На улице тридцать три градуса. Так передали в новостях. Лечь бы в кровать и уснуть. Но свет, проникающий в дом через окна, вынуждает меня ждать вечера. Лучше всего было бы сходить сейчас в парикмахерскую и посидеть там в облаке, засунув голову в сушилку. Марио и та женщина подумают, что я совсем не в себе, если через два дня опять хочу подстричься. Кстати, можно было бы сходить и потребовать назад деньги, которые они взяли с меня за химию, которую я не просила. Но это надо было делать сразу. Такие вещи всегда приходят в голову слишком поздно. Сидя в автобусе, я прокручиваю в голове все способы, как заполучить обратно деньги.
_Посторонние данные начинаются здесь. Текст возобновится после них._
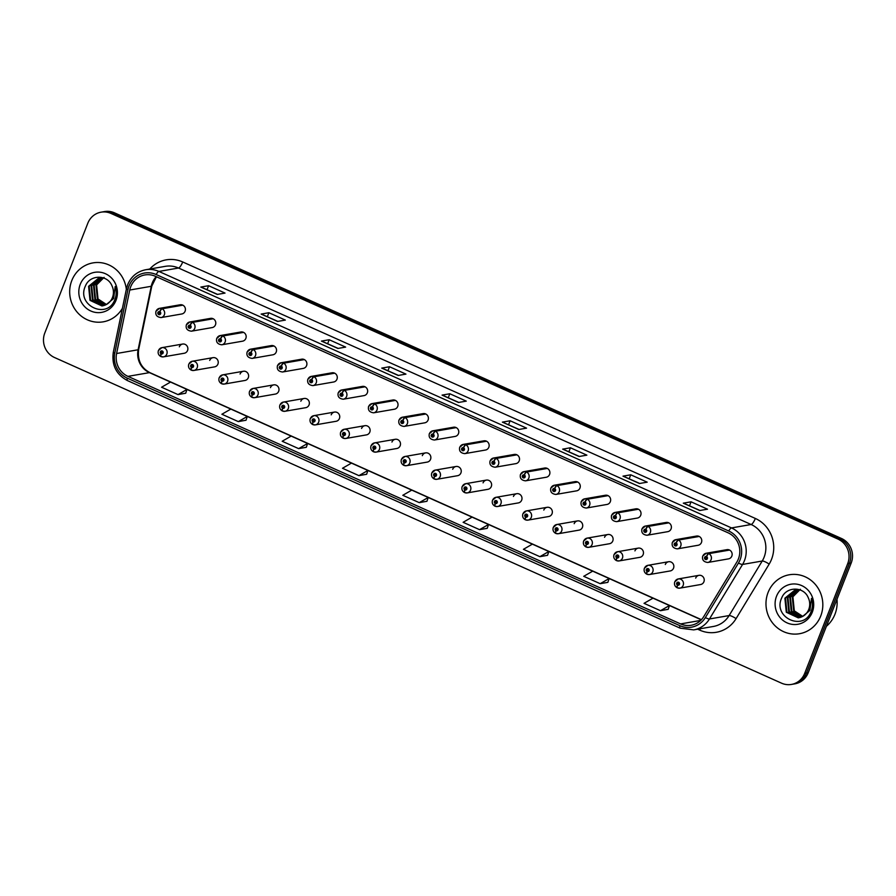 <?xml version="1.0" encoding="UTF-8"?>
<svg xmlns="http://www.w3.org/2000/svg" width="896" height="896" viewBox="0 0 896 896"><rect width="100%" height="100%" fill="white"/><g stroke="black" fill="none" stroke-linecap="round" stroke-linejoin="round"><path stroke-width="1.34" d="M188.966 364.022A4.67 4.435 80.1 0 1 196.526 362.981A4.67 4.435 80.1 0 1 193.872 370.462L214.614 366.867A4.67 4.435 -99.9 0 0 217.258 359.386A4.67 4.435 -99.9 0 0 209.698 360.416M219.341 377.619A4.67 4.435 80.1 0 1 226.901 376.589A4.67 4.435 80.1 0 1 224.246 384.07L244.989 380.464A4.67 4.435 -99.9 0 0 247.632 372.982A4.67 4.435 -99.9 0 0 240.072 374.024M249.704 391.227A4.67 4.435 80.1 0 1 257.275 390.197A4.67 4.435 80.1 0 1 254.621 397.678L275.363 394.072A4.67 4.435 -99.9 0 0 278.006 386.59A4.67 4.435 -99.9 0 0 270.446 387.621M280.078 404.835A4.67 4.435 80.1 0 1 287.638 403.794A4.67 4.435 80.1 0 1 284.995 411.275L305.738 407.68A4.67 4.435 -99.9 0 0 308.381 400.198A4.67 4.435 -99.9 0 0 300.821 401.229M310.453 418.432A4.67 4.435 80.1 0 1 318.013 417.402A4.67 4.435 80.1 0 1 315.37 424.883L336.101 421.288A4.67 4.435 -99.9 0 0 338.755 413.806A4.67 4.435 -99.9 0 0 331.195 414.837M340.827 432.04A4.67 4.435 80.1 0 1 348.387 431.01A4.67 4.435 80.1 0 1 345.744 438.491L366.475 434.885A4.67 4.435 -99.9 0 0 369.13 427.403A4.67 4.435 -99.9 0 0 361.57 428.445M371.202 445.648A4.67 4.435 80.1 0 1 378.762 444.606A4.67 4.435 80.1 0 1 376.118 452.099L396.85 448.493A4.67 4.435 -99.9 0 0 399.504 441.011A4.67 4.435 -99.9 0 0 391.944 442.042M401.576 459.256A4.67 4.435 80.1 0 1 409.136 458.214A4.67 4.435 80.1 0 1 406.493 465.696L427.224 462.101A4.67 4.435 -99.9 0 0 429.878 454.619A4.67 4.435 -99.9 0 0 422.318 455.65M431.95 472.853A4.67 4.435 80.1 0 1 439.51 471.822A4.67 4.435 80.1 0 1 436.867 479.304L457.598 475.698A4.67 4.435 -99.9 0 0 460.253 468.216A4.67 4.435 -99.9 0 0 452.693 469.258M462.325 486.461A4.67 4.435 80.1 0 1 469.885 485.43A4.67 4.435 80.1 0 1 467.242 492.912L487.973 489.306A4.67 4.435 -99.9 0 0 490.627 481.824A4.67 4.435 -99.9 0 0 483.067 482.866M492.699 500.069A4.67 4.435 80.1 0 1 500.259 499.027A4.67 4.435 80.1 0 1 497.605 506.509L518.347 502.914A4.67 4.435 -99.9 0 0 521.002 495.432A4.67 4.435 -99.9 0 0 513.442 496.462M523.074 513.677A4.67 4.435 80.1 0 1 530.634 512.635A4.67 4.435 80.1 0 1 527.979 520.117L548.722 516.522A4.67 4.435 -99.9 0 0 551.365 509.04A4.67 4.435 -99.9 0 0 543.805 510.07M553.448 527.274A4.67 4.435 80.1 0 1 561.008 526.243A4.67 4.435 80.1 0 1 558.354 533.725L579.096 530.118A4.67 4.435 -99.9 0 0 581.739 522.637A4.67 4.435 -99.9 0 0 574.179 523.678M583.822 540.882A4.67 4.435 80.1 0 1 591.382 539.851A4.67 4.435 80.1 0 1 588.728 547.333L609.47 543.726A4.67 4.435 -99.9 0 0 612.114 536.245A4.67 4.435 -99.9 0 0 604.554 537.286M614.197 554.49A4.67 4.435 80.1 0 1 621.757 553.448A4.67 4.435 80.1 0 1 619.102 560.93L639.845 557.334A4.67 4.435 -99.9 0 0 642.488 549.853A4.67 4.435 -99.9 0 0 634.928 550.883M644.571 568.086A4.67 4.435 80.1 0 1 652.131 567.056A4.67 4.435 80.1 0 1 649.477 574.538L670.219 570.942A4.67 4.435 -99.9 0 0 672.862 563.461A4.67 4.435 -99.9 0 0 665.302 564.491M674.946 581.694A4.67 4.435 80.1 0 1 682.506 580.664A4.67 4.435 80.1 0 1 679.851 588.146L700.594 584.539A4.67 4.435 -99.9 0 0 703.237 577.058A4.67 4.435 -99.9 0 0 695.677 578.099M158.592 350.414A4.67 4.435 80.1 0 1 166.152 349.373A4.67 4.435 80.1 0 1 163.498 356.854L184.24 353.259A4.67 4.435 -99.9 0 0 186.883 345.778A4.67 4.435 -99.9 0 0 179.323 346.808M190.266 325.349A3.114 0.806 -63.3 0 1 192.472 322.381A4.67 4.435 80.1 0 1 191.419 331.184L212.15 327.589A4.67 4.435 -99.9 0 0 214.805 320.107A4.67 4.435 -99.9 0 0 210.549 318.371L189.818 321.978A4.67 4.435 80.1 0 1 192.114 322.213A3.114 0.851 111.6 0 0 190.142 325.293A1.557 1.478 -99.9 0 0 188.272 326.133A1.557 1.478 -99.9 0 0 189.09 328.182A1.557 1.478 -99.9 0 0 191.016 327.365A1.557 1.478 -99.9 0 0 190.266 325.349L189.896 326.189A0.627 0.594 80.1 0 1 189.75 327.365A0.627 0.594 80.1 0 1 189.101 326.502A0.627 0.594 80.1 0 1 189.851 326.166L190.142 325.293M220.64 338.957A3.114 0.806 -63.3 0 1 222.846 335.978A4.67 4.435 80.1 0 1 221.782 344.792L242.525 341.186A4.67 4.435 -99.9 0 0 245.179 333.704A4.67 4.435 -99.9 0 0 240.923 331.979L220.192 335.574A4.67 4.435 80.1 0 1 222.488 335.821A3.114 0.851 111.6 0 0 220.517 338.901A1.557 1.478 -99.9 0 0 218.646 339.741A1.557 1.478 -99.9 0 0 219.464 341.779A1.557 1.478 -99.9 0 0 221.39 340.962A1.557 1.478 -99.9 0 0 220.64 338.957L220.27 339.797A0.627 0.594 80.1 0 1 220.125 340.962A0.627 0.594 80.1 0 1 219.475 340.11A0.627 0.594 80.1 0 1 220.214 339.774L220.517 338.901M251.014 352.554A3.114 0.806 -63.3 0 1 253.221 349.586A4.67 4.435 80.1 0 1 252.157 358.4L272.899 354.794A4.67 4.435 -99.9 0 0 275.554 347.312A4.67 4.435 -99.9 0 0 271.298 345.587L250.566 349.182A4.67 4.435 80.1 0 1 252.862 349.429A3.114 0.851 111.6 0 0 250.891 352.509A1.557 1.478 -99.9 0 0 249.021 353.349A1.557 1.478 -99.9 0 0 249.827 355.387A1.557 1.478 -99.9 0 0 251.765 354.57A1.557 1.478 -99.9 0 0 251.014 352.554L250.645 353.394A0.627 0.594 80.1 0 1 250.499 354.57A0.627 0.594 80.1 0 1 249.85 353.707A0.627 0.594 80.1 0 1 250.589 353.371L250.891 352.509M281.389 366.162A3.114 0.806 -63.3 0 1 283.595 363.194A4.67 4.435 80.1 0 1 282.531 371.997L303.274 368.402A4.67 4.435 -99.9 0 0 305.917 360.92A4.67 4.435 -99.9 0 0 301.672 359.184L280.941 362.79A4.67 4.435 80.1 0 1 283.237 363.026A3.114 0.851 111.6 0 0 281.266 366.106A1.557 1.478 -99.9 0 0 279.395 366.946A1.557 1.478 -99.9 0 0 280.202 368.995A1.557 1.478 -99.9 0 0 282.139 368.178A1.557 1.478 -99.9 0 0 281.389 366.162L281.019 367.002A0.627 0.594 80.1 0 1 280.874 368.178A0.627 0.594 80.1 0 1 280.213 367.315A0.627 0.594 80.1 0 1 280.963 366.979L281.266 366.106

Ничего предпринимать я не собираюсь; просто я рада, что есть о чем подумать, пока я не вышла из автобуса и меня не заглотил город, в котором нужно концентрироваться, чтобы перейти через дорогу и не попасть под машину, чтобы уворачиваться от людей, которые несутся навстречу, или же сторониться маленьких детей, которые путаются под ногами, бесконтрольно двигаясь в неопределенных направлениях, создавая заторы и пробки в потоке пешеходов, как и старики, которые ковыляют перед тобой, преграждая дорогу своими скрюченными спинами. Везде наставлены красно-белые строительные заграждения. Огромные катки утрамбовывают еще свежий дымящийся асфальт, а в это же время на другой улице железные ковши экскаваторов сдирают старый асфальт. Строительный шум поглощает сигналы машин и крики матерей, которые, вытянув руки, будто оборванные поводки, носятся за своими детьми. Толпы людей выплескиваются из магазинов на улицы и бьют по ногам своими сумками, набитыми жесткими и колкими предметами. В полуденном свете городские улицы напоминают вены, которые вот-вот лопнут, а люди и машины потоками льются по ним, как в наводнение. День сегодня жаркий, солнце спряталось за толстым серым небом. А город внизу, как умирающий зверь, тяжело дышит, источая запах разложения. Капли пота, скатывающиеся из подмышек, неприятно щиплют, и я клянусь, что выплесну всю свою злость на первого, кто попадется мне под руку, двину ему локтем, чисто случайно. Темнеет в глазах, и я прислоняюсь к витрине мясного магазина. В зеленой обертке лежат уже ободранные кролики – лапки к голове, как будто спят. Прозрачная, туго натянутая кожа пронизана тонкими венами, фиолетовыми разветвлениями, перекрестками, развязками. Я вижу вереницу улиц на мертвом теле, улыбаюсь про себя и представляюсь сама себе злой и жестокой, когда сравниваю город с этим дохлым кроликом.